BoJo bullies besmirch the good name of everybody else

When you’re at school there’s always one sure-fire form of bullying that raises its head every time – picking on someone because of their personal attributes. Got ginger hair? Sticky out ears? Extremely thin? Overweight? Protruding teeth? Walk differently to other people? Got a stutter? Maybe even wear glasses or have a big forehead…and heaven help you if you have more than one of any of the above.
We think this is just what children do, finding their way through life and being nasty to another person is a key part of their development. One day, apparently, they will realise how horrible they were and put it down to what people of that age do.
If only that were so.
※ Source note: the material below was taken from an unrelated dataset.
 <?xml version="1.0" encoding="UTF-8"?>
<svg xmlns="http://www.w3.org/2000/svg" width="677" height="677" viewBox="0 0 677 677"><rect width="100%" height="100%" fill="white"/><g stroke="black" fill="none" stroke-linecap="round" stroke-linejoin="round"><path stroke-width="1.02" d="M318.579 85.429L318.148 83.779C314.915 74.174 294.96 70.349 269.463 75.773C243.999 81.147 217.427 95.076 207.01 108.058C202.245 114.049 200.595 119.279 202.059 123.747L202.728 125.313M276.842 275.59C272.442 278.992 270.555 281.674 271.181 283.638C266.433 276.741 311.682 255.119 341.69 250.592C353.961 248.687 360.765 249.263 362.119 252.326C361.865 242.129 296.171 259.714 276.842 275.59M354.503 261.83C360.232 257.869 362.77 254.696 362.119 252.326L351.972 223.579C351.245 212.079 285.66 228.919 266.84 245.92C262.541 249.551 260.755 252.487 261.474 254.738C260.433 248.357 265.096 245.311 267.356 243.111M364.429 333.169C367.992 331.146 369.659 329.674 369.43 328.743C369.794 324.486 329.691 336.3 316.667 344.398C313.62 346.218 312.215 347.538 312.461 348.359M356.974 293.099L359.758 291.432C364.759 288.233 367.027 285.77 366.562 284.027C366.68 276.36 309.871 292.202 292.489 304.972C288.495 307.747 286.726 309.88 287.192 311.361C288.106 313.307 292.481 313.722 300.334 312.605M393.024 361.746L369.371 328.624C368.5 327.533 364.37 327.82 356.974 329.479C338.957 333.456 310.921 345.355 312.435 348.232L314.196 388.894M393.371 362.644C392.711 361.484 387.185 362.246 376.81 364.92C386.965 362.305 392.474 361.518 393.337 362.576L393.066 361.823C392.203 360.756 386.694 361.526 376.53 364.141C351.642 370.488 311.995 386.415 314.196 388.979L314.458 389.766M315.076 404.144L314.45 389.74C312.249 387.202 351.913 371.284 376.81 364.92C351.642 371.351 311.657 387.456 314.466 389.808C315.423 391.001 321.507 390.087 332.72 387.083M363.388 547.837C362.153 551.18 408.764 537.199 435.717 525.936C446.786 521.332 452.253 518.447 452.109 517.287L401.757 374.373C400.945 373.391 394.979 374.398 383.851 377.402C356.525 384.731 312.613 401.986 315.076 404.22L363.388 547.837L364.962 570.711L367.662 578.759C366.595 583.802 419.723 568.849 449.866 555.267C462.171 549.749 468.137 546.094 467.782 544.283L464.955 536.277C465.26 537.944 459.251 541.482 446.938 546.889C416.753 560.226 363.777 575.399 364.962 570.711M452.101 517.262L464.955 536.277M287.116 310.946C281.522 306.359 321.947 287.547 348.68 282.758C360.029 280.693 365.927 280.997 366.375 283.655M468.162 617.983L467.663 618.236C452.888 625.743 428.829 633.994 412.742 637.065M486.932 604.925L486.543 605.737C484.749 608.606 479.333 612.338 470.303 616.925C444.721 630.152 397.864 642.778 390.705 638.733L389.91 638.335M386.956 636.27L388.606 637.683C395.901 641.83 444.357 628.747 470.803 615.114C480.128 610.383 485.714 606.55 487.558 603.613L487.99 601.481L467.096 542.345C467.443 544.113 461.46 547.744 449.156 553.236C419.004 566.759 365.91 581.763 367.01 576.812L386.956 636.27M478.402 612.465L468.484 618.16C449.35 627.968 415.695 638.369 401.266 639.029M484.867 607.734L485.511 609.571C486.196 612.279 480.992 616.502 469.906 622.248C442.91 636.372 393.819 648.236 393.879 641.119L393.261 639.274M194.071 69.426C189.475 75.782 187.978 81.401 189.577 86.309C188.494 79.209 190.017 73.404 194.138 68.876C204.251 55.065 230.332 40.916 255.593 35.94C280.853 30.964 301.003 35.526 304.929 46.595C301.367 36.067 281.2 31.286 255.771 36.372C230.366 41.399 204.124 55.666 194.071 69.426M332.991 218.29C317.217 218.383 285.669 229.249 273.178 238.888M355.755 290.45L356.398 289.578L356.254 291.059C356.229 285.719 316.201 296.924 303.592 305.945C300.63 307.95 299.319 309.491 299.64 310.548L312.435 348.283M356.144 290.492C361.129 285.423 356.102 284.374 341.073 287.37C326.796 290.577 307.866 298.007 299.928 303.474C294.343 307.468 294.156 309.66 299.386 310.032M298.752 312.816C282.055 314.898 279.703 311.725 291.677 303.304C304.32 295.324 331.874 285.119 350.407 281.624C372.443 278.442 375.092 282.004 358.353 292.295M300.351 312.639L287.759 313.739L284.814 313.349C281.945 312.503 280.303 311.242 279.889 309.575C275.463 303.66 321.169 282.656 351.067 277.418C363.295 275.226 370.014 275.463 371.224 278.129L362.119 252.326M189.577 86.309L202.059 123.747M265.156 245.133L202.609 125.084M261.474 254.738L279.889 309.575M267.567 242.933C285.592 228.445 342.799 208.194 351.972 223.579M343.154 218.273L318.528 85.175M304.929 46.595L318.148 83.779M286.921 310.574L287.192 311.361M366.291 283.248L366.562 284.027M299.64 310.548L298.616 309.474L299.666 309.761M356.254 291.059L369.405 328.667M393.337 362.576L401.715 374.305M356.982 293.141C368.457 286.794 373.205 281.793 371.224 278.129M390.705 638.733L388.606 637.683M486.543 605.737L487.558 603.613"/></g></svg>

The Prime Minister of Britain has appointed a politician to the post of Foreign Secretary and all we have heard since are personal insults and digs and humiliation ad nauseam. The Tw*ttersphere went absolutely crazy with memes and jokes and column writers were falling over themselves to throw barb after barb at another human being, trying desperately to show everyone how clever they were. And the ones who realise they’re not clever at all tried to hijack other people’s original thoughts by repeating them under their own name. Hey, it got 50 likes and 22 shares so job done, does it matter that I stole it?
“Narcissistic buffoon” one editorial column in a supposedly respected national newspaper said, going on to call the politician a “joke”. Even though the person in question is one of the most self-deprecating people you are likely to meet, even though he deliberately courts laughter and knowingly puts himself in situations that give people licence to make fun of him, these well-educated people still cannot contain their eagerness to run him down and belittle him and his life’s achievements.
This is disconcerting to say the least. We are essentially bringing the bullying behaviour of the playground into the grown-up world and we are acting as though it is acceptable. The same newspapers that run front-page stories about bullied youngsters killing themselves – and express outrage and anger at what happened – then have their own employees just a few pages in using the exact same tactics as the bullies, with the unspoken understanding that a politician is fair game whereas a schoolkid is not. But what of your colleague, the one that just got promoted and you think their new post is beyond their capabilities, are they fair game? Is it okay to tear them to pieces in the full gaze of all the other staff?
No person is fair game. Absolutely nobody. Zero tolerance to bullying means zero. There are no exceptions. Bullying should not exist in schools. It should not exist in the workplace. It should not exist on our TVs and it should not exist in our newspapers. It should certainly not exist in the bodies that we set up in our name, such as the House of Commons, the BBC, Fifa, law enforcement or anywhere else.
Is calling a tall person Lofty or a red-haired person Ginge a perfectly benign thing to do or do we think the person receiving the name-calling might be affected by it in some way? You can bet your last euro that they are – probably not in a suicidal way but someone who has spent their entire lives living under a pseudonym that they did not choose is affected.
But what hope is there that this situation will change when practically everyone in the country is encouraged to engage in taking the Michael out of someone who has been expensively educated and probably has more knowledge and skills than most of the people that are having a go at him?
It’s simple, really. We should think long and hard before engaging on a character assassination. In my book, it should never happen but if it must then there have to be some bloody good reasons. Attacking a person who has done nothing different than he did the day before – indeed, dragging up what he has done in the past simply because of what someone has done to him is most certainly narcissistic buffoonery of the highest order.
Yep, we have the oh-too-common situation where the accuser is levelling a charge at the accused that precisely reflects their own behaviour. You know when you get the most incredibly selfish person accusing you of being selfish? Or the person who is as unprofessional as it is possible to be complaining to your superior about your apparent lack of professionalism?
We all know that today’s world is an upside down place where Alice Through The Looking Glass now reads more like a traditional narrative but we really must try to move on from the childish delight that poking fun at someone else seems to give us. The same argument that good parents tell their kids applies to everyone else – you wouldn’t like it being done to you, think how much it could hurt, so don’t even consider doing it to someone else.
In modern vernacular, “respect” is a word shared by many people. However, it is not a highly shared value at all. Any column writer with a scrap of professionalism would avoid tearing a person apart and trying to belittle them and any serious Editor would highlight any writing of this kind and put the instruction ‘remove it’ in the margin.
But can we remove it? This uncontrolled urge to attack another person, usually for personal gain or satisfaction? In my dreams we can but I fear that reality has a long, long way to go to catch up and that is a seriously depressing thought.